# Litespeed T5G 2016....any user reviews?



## steinercat (Apr 7, 2015)

I'm choosing between the new Litespeed T5G and the Lynskey R265.

The T5G has a more relaxed geometry, which I prefer. I have ridden an Infinito, which has a similar geometry to the R265. I don't think I would have a problem getting used to that geometry.

However, I think I prefer a more 'endurance' geometry, like my current Orbea Avant, which is closer to the T5G on paper.

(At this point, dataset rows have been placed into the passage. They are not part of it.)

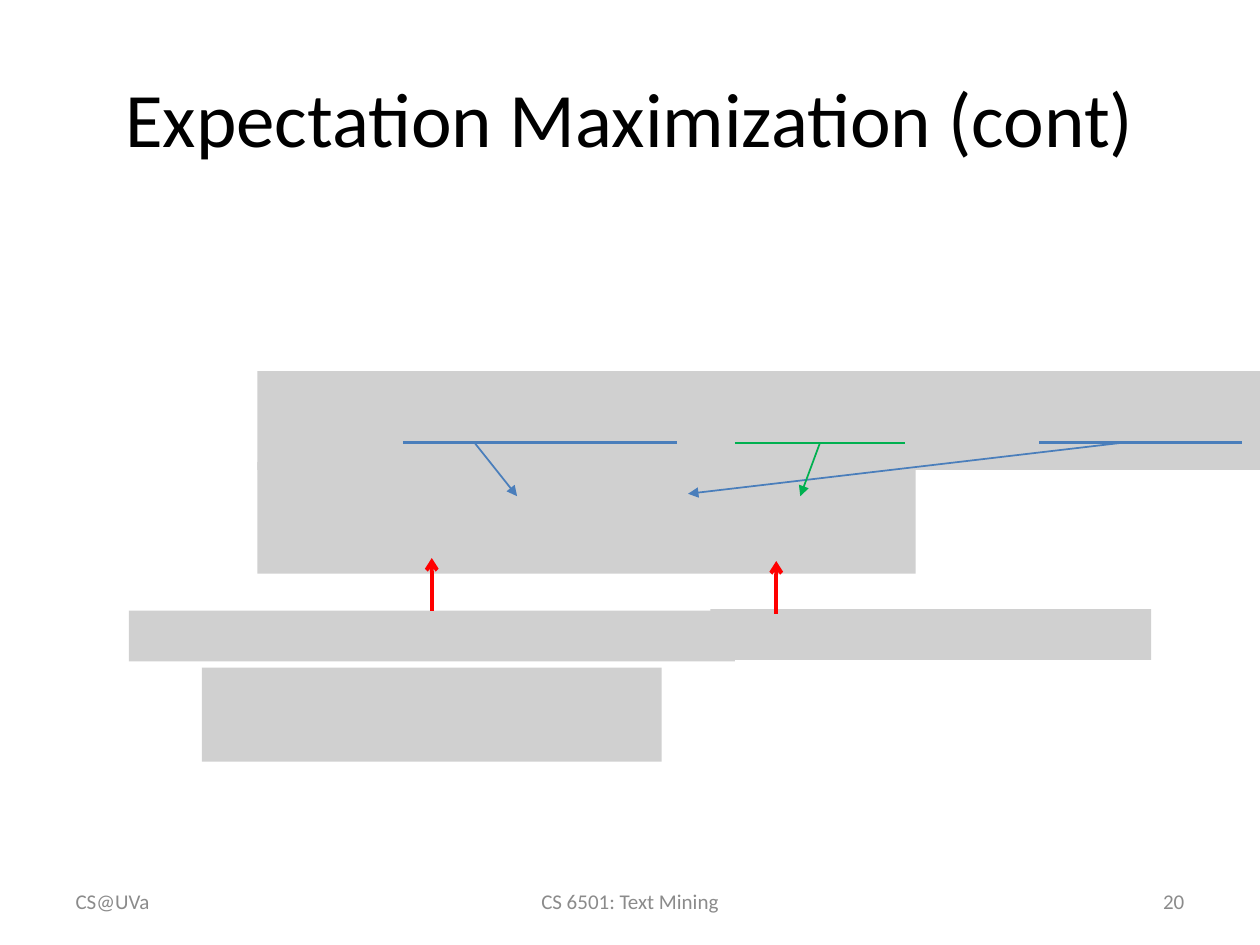
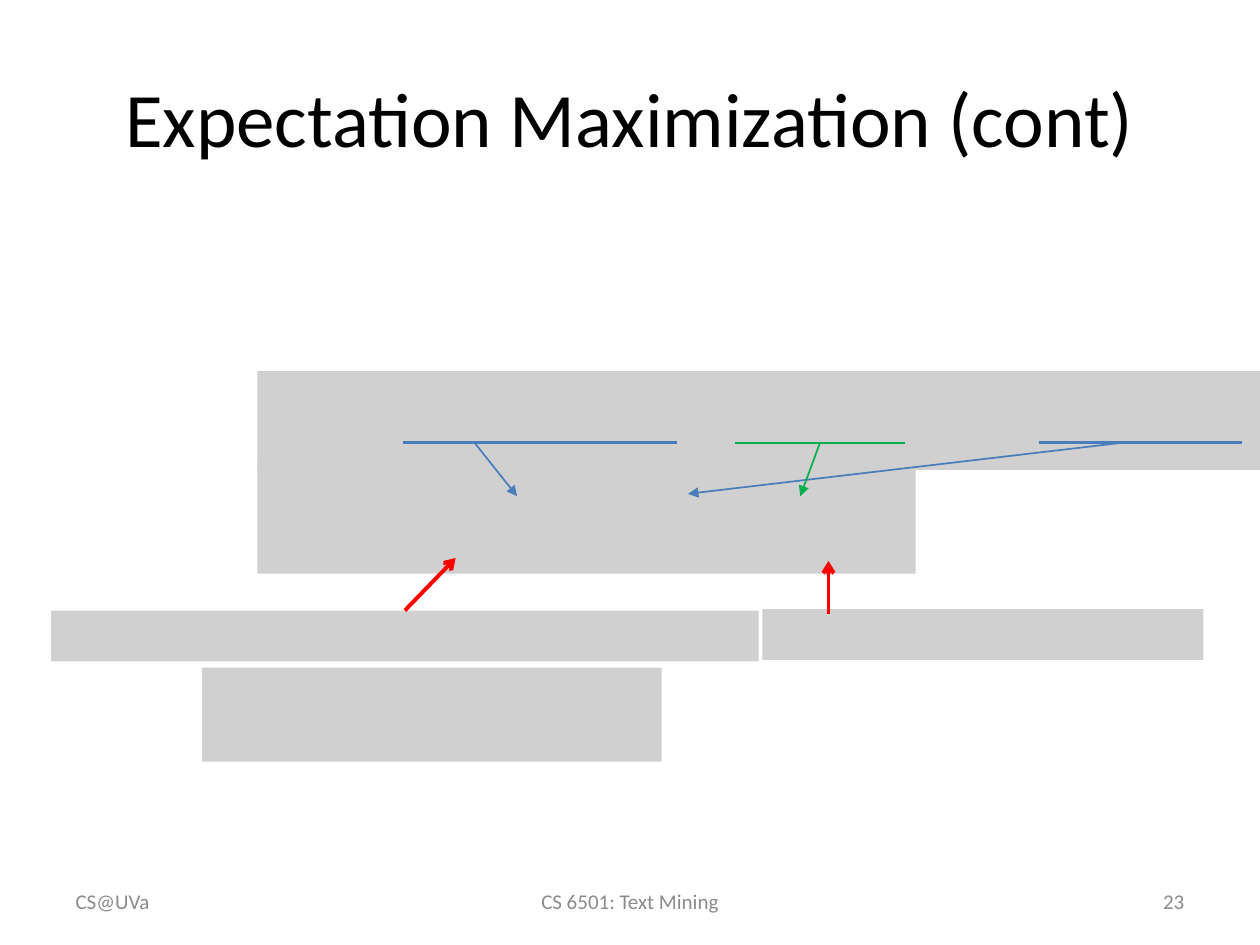
Before and after one commit to wang296/CS6501-Text-Mining, a slide deck: slide 23 of docs/k-means.pptx (slide 20 before the commit). Drawn at 1260x945 pixels with LibreOffice and Linux fonts; fonts in the diff are those of the drawing; grey boxes stand for pictures. Boxes give left, top, right and bottom in pixels: in the first picture for what was removed or moved away, otherwise in the second. Text is boxed around its words. In the diff, an @@ line names an element or a change of style, - is before the commit and + after.

```diff
--- a/docs/k-means.pptx
+++ b/docs/k-means.pptx
@@ arrow moved from (432, 611) - (432, 558) to (404, 611) - (456, 558) @@
@@ arrow moved from (776, 614) - (776, 561) to (829, 614) - (829, 561) @@
@@ picture: place and size @@
-picture at [129, 611, 735, 662]
+picture at [52, 611, 760, 662]
@@ picture: place and size @@
-picture at [711, 609, 1152, 659]
+picture at [762, 609, 1203, 659]
@@ page number at [1163, 895, 1184, 909]: text changed @@
-20
+23
```
Also in this commit, not shown: 2 other slides changed, 3 slides added, 8 other files.
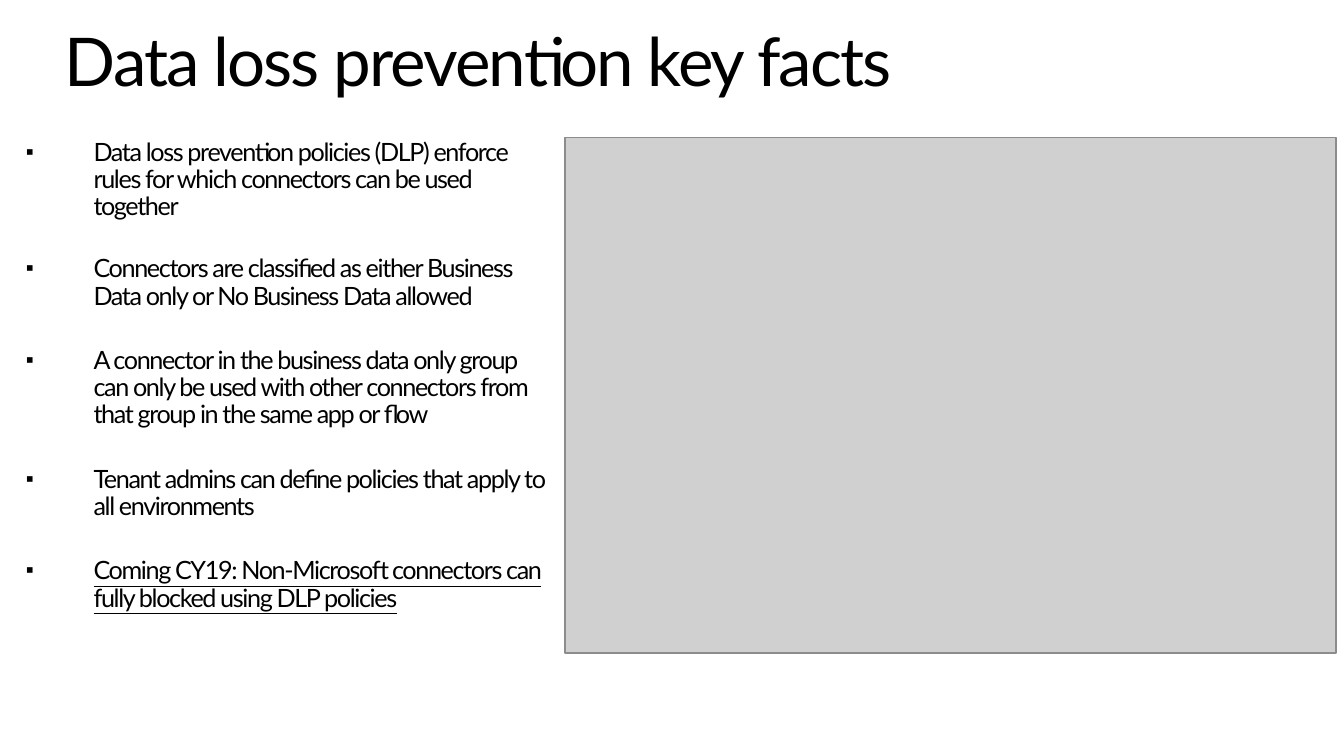
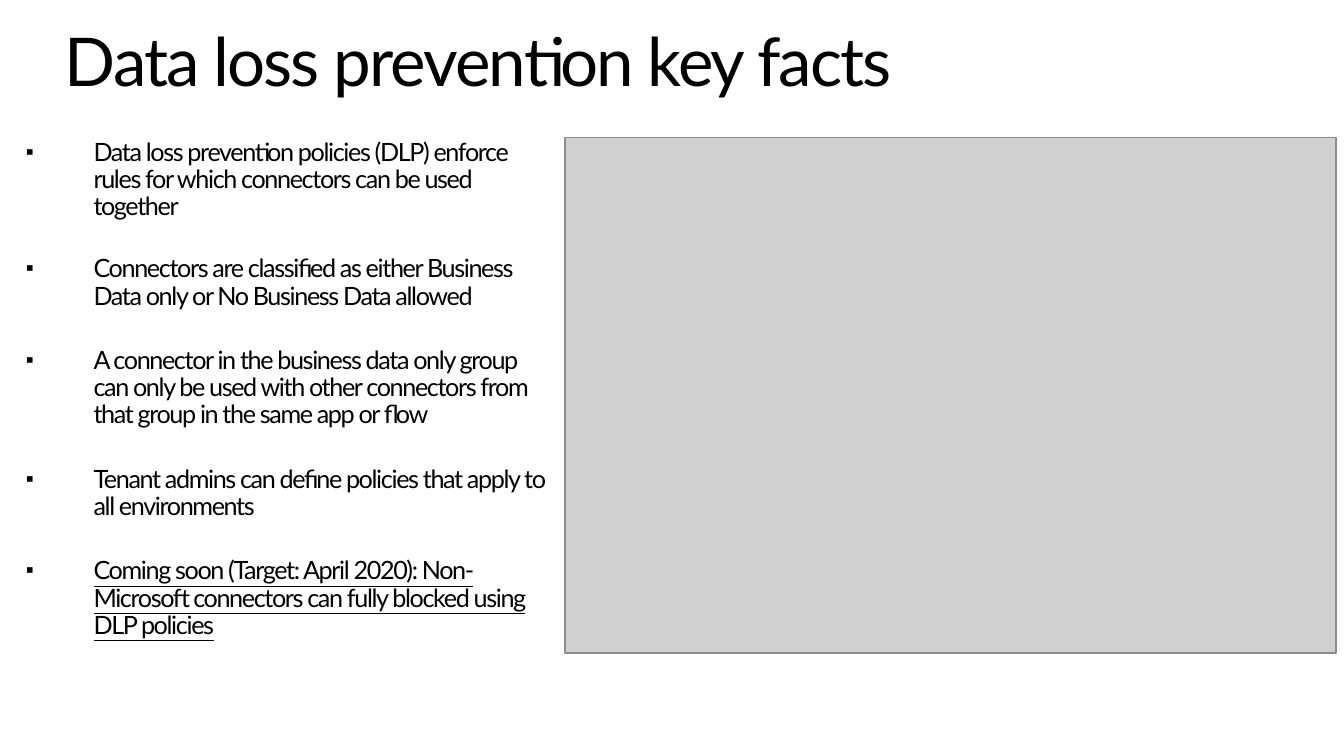
Before and after one commit to microsoft/powerapps-tools, a slide deck: slide 45 of Administration/AdminInADay/PPTs/01 Admin Overview.pptx. Drawn at 1344x756 pixels with LibreOffice and Linux fonts; fonts in the diff are those of the drawing; grey boxes stand for pictures. Boxes give left, top, right and bottom in pixels: in the first picture for what was removed or moved away, otherwise in the second. Text is boxed around its words. In the diff, an @@ line names an element or a change of style, - is before the commit and + after.

```diff
--- a/Administration/AdminInADay/PPTs/01 Admin Overview.pptx
+++ b/Administration/AdminInADay/PPTs/01 Admin Overview.pptx
@@ text at (94,559,527,638): text changed @@
-▪ Coming CY19: Non-Microsoft connectors can fully blocked using DLP policies
+▪ Coming soon (Target: April 2020): Non-Microsoft connectors can fully blocked using DLP policies
```
Also in this commit, not shown: 1 other slide changed.

Wanted to get some user reviews, but haven't found much.

Thanks!


----------



## JStrube (Dec 19, 2013)

I own one. I had a 2013 Trek Domane 4.5 that I put about 5000 miles on. Really dug the Litespeed, so bought it, loved it so much, I sold the trek. Mine is set up with full Ultegra, cable shift, I put 25c tires on it. Have yet to swap to the dirt tires, prob this winter. I swapped the handlebar for a FSA K-wing, had a pro fit and just love the bike. Sure it is a tad heavier than my Trek, but it doesn't have that annoying carbon fiber chatter feeling. It is so smooth riding. Honestly, the bottom bracket feels stouter, less flexy, glad I made the swap.


----------